Wakil Menteri Ketenagakerjaan Afriyansyah Noor (Foto: RMOL/Hani Fatunnisa)
Wakil Menteri Ketenagakerjaan (Wamenaker) Afriansyah Noor akhirnya buka suara setelah namanya ikut dikaitkan dalam pusaran isu dugaan korupsi di lingkungan Badan Gizi Nasional (BGN).
Nama Afriansyah mendadak jadi sorotan usai beredar daftar pejabat yang diduga tercantum dalam Berita Acara Pemeriksaan (BAP) mantan Wakil Kepala BGN, Sony Sonjaya.
Menanggapi hal itu, Afriansyah secara tegas membantah terlibat dalam proyek program Makan Bergizi Gratis (MBG), meskipun ia tak menampik putranya ikut serta sebagai mitra pelaksana program tersebut.
Ia menjelaskan, sang anak murni mendaftarkan usaha katering miliknya melalui aplikasi resmi yang disediakan BGN, tanpa ada campur tangan dari dirinya.
"Anak saya memang memiliki usaha catering yang sudah berjalan cukup lama. Ketika program MBG dibuka, dia mendaftar sebagai mitra untuk ikut menyukseskan program pemerintah tersebut," ujar Afriansyah dikutip dari Kantor Berita RMOLJabar, Rabu, 10 Juni 2026.
Afriansyah membeberkan, pada tahap awal program MBG bergulir, kuota kemitraan masih terbuka lebar. Hal inilah yang membuat sang anak tertarik ikut mendaftar sesuai mekanisme yang berlaku di BGN.
Namun dalam perjalanannya, proses verifikasi yang diajukan sejak Desember 2025 atau Januari 2026 itu sempat mandek dan belum ada kejelasan hingga Mei 2026.
Alasan itulah yang membuat anaknya berinisiatif menghadap langsung pihak BGN untuk menanyakan kejelasan izin tambahan. Di sanalah sang anak bertemu Kepala BGN Dadan Hindaya dan Wakil Kepala BGN saat itu, Sony Sonjaya.
Dalam pertemuan tersebut, Afriansyah mengklaim anaknya bergerak secara profesional dan sama sekali tidak menjual atau mendompleng nama sang ayah sebagai Wamenaker.
"Anak saya menghadap, ketemulah dengan kepala BGN melalui wakil kepalanya Pak Soni waktu itu di awal Mei. Nah dia tahu anak saya ini bahwa putranya pak Wamenaker, tetapi anak saya tidak memakai nama saya, dia prosedural saja," ungkapnya.
Setelah pertemuan tersebut, perizinan katering anaknya baru diverifikasi dan mendapatkan persetujuan berupa 'klik biru' dari Wakil Kepala BGN pada bulan Mei. Sesaat setelah izin keluar, kasus dugaan korupsi di BGN justru meledak ke publik.
"Dapur-dapur yang dia siapkan ini kan belum operasional, baru klik di bulan Mei. Nah jadi di situlah, dan memang Soni tahu ini anak saya. Tapi anak saya ikut semua prosedur yang sudah disiapkan," sambungnya.
Hingga saat ini, Afriansyah mengaku belum dipanggil atau dimintai klarifikasi oleh aparat penegak hukum terkait namanya yang terseret isu tersebut. Kendati demikian, politisi senior ini menyatakan siap lahir batin memenuhi panggilan penegak hukum demi membuat terang benderang persoalan ini.

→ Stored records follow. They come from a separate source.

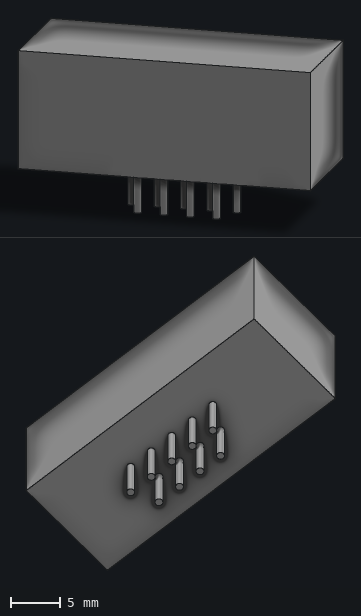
import cadquery as cq

housing_length = 30.8
housing_width = 12.55
overall_height = 17.55
pin_length = 5.08
housing_height = overall_height - pin_length

pin_diameter = 0.8
pin_pitch = 1.4
row_spacing = 2 * pin_pitch
pin_count = 9


def make_housing():
    """Plain block standing on the plane Z = 0."""
    return cq.Workplane("XY").box(
        housing_length, housing_width, housing_height, centered=(True, True, False)
    )


def make_pin(x, y):
    """Round pin hanging from the underside of the housing."""
    return cq.Workplane("XY").center(x, y).circle(pin_diameter / 2).extrude(-pin_length)


housing = make_housing()

pins = []
for index in range(pin_count):
    x = (index - (pin_count - 1) / 2) * pin_pitch
    side = 1 if index % 2 == 0 else -1
    pins.append(make_pin(x, side * row_spacing / 2))

result = cq.Compound.makeCompound([housing.val(), *[pin.val() for pin in pins]])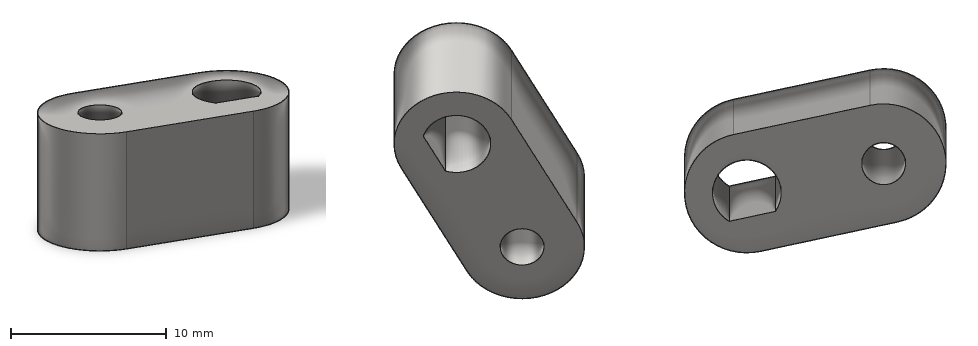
import cadquery as cq

length = 17.0
width = 8.0
height = 8.0
shaft_diameter = 4.4
flat_offset = 1.6
pin_diameter = 2.8

end_center_y = (length - width) / 2


def link_body():
    """Block with full-round ends, standing on Z = 0."""
    return cq.Workplane("XY").slot2D(length, width, 90).extrude(height)


def shaft_bore():
    """D-shaped cutter: a cylinder trimmed by a flat on its +X side."""
    cylinder = cq.Workplane("XY").circle(shaft_diameter / 2).extrude(height)
    beyond_flat = (
        cq.Workplane("XY")
        .center(flat_offset, 0)
        .rect(shaft_diameter, shaft_diameter * 2)
        .extrude(height)
        .translate((shaft_diameter / 2, 0, 0))
    )
    return cylinder.cut(beyond_flat).translate((0, end_center_y, 0))


def pin_bore():
    """Round cutter for the through hole."""
    return cq.Workplane("XY").center(0, -end_center_y).circle(pin_diameter / 2).extrude(height)


result = link_body().cut(shaft_bore()).cut(pin_bore())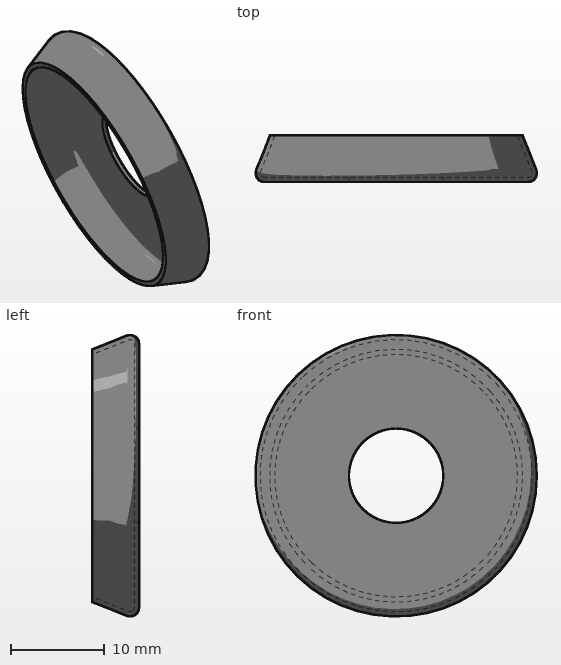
import cadquery as cq
import math

outer_radius = 14.98
depth = 5.0
hole_radius = 5.0
wall = 0.5
edge_radius = 1.0
taper_angle = math.radians(21.8)

round_center_x = outer_radius - edge_radius
round_center_y = edge_radius
tangent_x = round_center_x + edge_radius * math.cos(taper_angle)
tangent_y = round_center_y + edge_radius * math.sin(taper_angle)
back_radius = tangent_x - (depth - tangent_y) * math.tan(taper_angle)

inner_round = edge_radius - wall
inner_tangent_x = round_center_x + inner_round * math.cos(taper_angle)
inner_tangent_y = round_center_y + inner_round * math.sin(taper_angle)
inner_back_radius = back_radius - wall / math.cos(taper_angle)


def arc_middle(radius):
    """Point halfway along the round, from the flat face to the cone."""
    angle = (taper_angle - math.pi / 2) / 2
    return (
        round_center_x + radius * math.cos(angle),
        round_center_y + radius * math.sin(angle),
    )


profile = (
    cq.Workplane("XY")
    .moveTo(hole_radius, 0)
    .lineTo(round_center_x, 0)
    .threePointArc(arc_middle(edge_radius), (tangent_x, tangent_y))
    .lineTo(back_radius, depth)
    .lineTo(inner_back_radius, depth)
    .lineTo(inner_tangent_x, inner_tangent_y)
    .threePointArc(arc_middle(inner_round), (round_center_x, wall))
    .lineTo(hole_radius, wall)
    .close()
)

washer = profile.revolve(360, (0, 0, 0), (0, 1, 0))

result = washer.translate((0, -depth / 2, 0))

"Sampai sekarang belum, karena memang ini kan isu yang beredar hanya framing-framing doang ya. Kalau memang nanti saatnya saya diperiksa oleh aparat penegak hukum, saya siap hadir untuk mengungkap apa yang terjadi," tegasnya.
Terkait alasan mengapa namanya bisa terseret dalam BAP Sony Sonjaya, Afriansyah menduga ada upaya pencatutan nama demi membenarkan bahwa proses di BGN telah berjalan sesuai aturan.
"Kalau saya melihatnya ke sana, makanya dia menyeret banyak nama. Dan banyak nama itu ya tentunya harus diklarifikasi satu-satu. Tidak juga semua nama itu terdaftar mungkin ya, ini prediksi saya," tuturnya.